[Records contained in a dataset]
----------

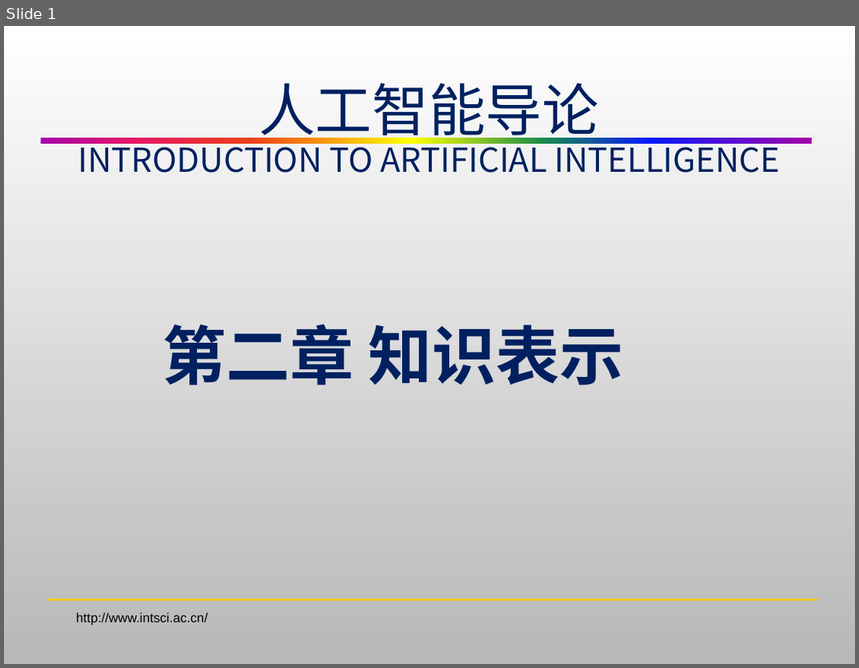
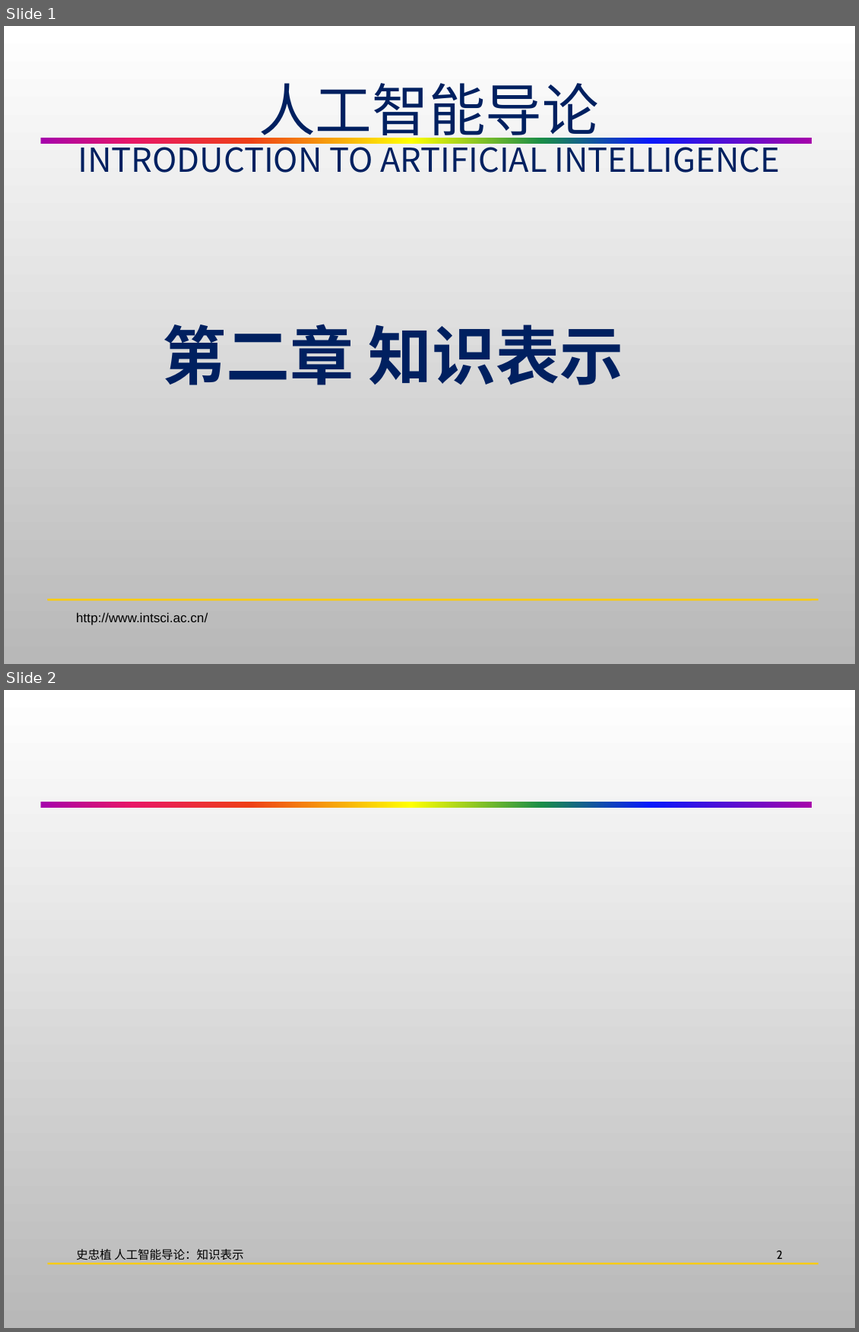
Before and after one commit to HBU/Artificial_Intelligence, a slide deck: AI-PPT-史忠植/AI02知识表示.pptx. Shown one above the other, each under a label of ours: slide 1 before the commit, slides 1 and 2 after it. The pictures are 859x668 and 859x1332 pixels, drawn with LibreOffice and Linux fonts; fonts in the diff are those of the drawing; background and template pictures are left out. Boxes give left, top, right and bottom in pixels: in the first picture for what was removed or moved away, otherwise in the second. Text is boxed around its words. In the diff, an @@ line names an element or a change of style, - is before the commit and + after.

```diff
--- a/AI-PPT-史忠植/AI02知识表示.pptx
+++ b/AI-PPT-史忠植/AI02知识表示.pptx
@@ slide 2 added at (4,690,855,1328), background picture (left out); not listed: 2 template elements that a slide beside it also shows @@
@@ text added at (76,1249,244,1261), 10 pt, text #000000 @@
+史忠植 人工智能导论：知识表示
@@ page number added at (777,1251,783,1259), 10 pt, text #000000 @@
+2
```
Also in this commit, not shown: 2 slides changed.

----------

The pictures should be dropped, and every line above should be set down again exactly.

Before and after one commit to HBU/Artificial_Intelligence, a slide deck: AI-PPT-史忠植/AI02知识表示.pptx. Shown one above the other, each under a label of ours: slide 1 before the commit, slides 1 and 2 after it. The pictures are 859x668 and 859x1332 pixels, drawn with LibreOffice and Linux fonts; fonts in the diff are those of the drawing; background and template pictures are left out. Boxes give left, top, right and bottom in pixels: in the first picture for what was removed or moved away, otherwise in the second. Text is boxed around its words. In the diff, an @@ line names an element or a change of style, - is before the commit and + after.

```diff
--- a/AI-PPT-史忠植/AI02知识表示.pptx
+++ b/AI-PPT-史忠植/AI02知识表示.pptx
@@ slide 2 added at (4,690,855,1328), background picture (left out); not listed: 2 template elements that a slide beside it also shows @@
@@ text added at (76,1249,244,1261), 10 pt, text #000000 @@
+史忠植 人工智能导论：知识表示
@@ page number added at (777,1251,783,1259), 10 pt, text #000000 @@
+2
```
Also in this commit, not shown: 2 slides changed.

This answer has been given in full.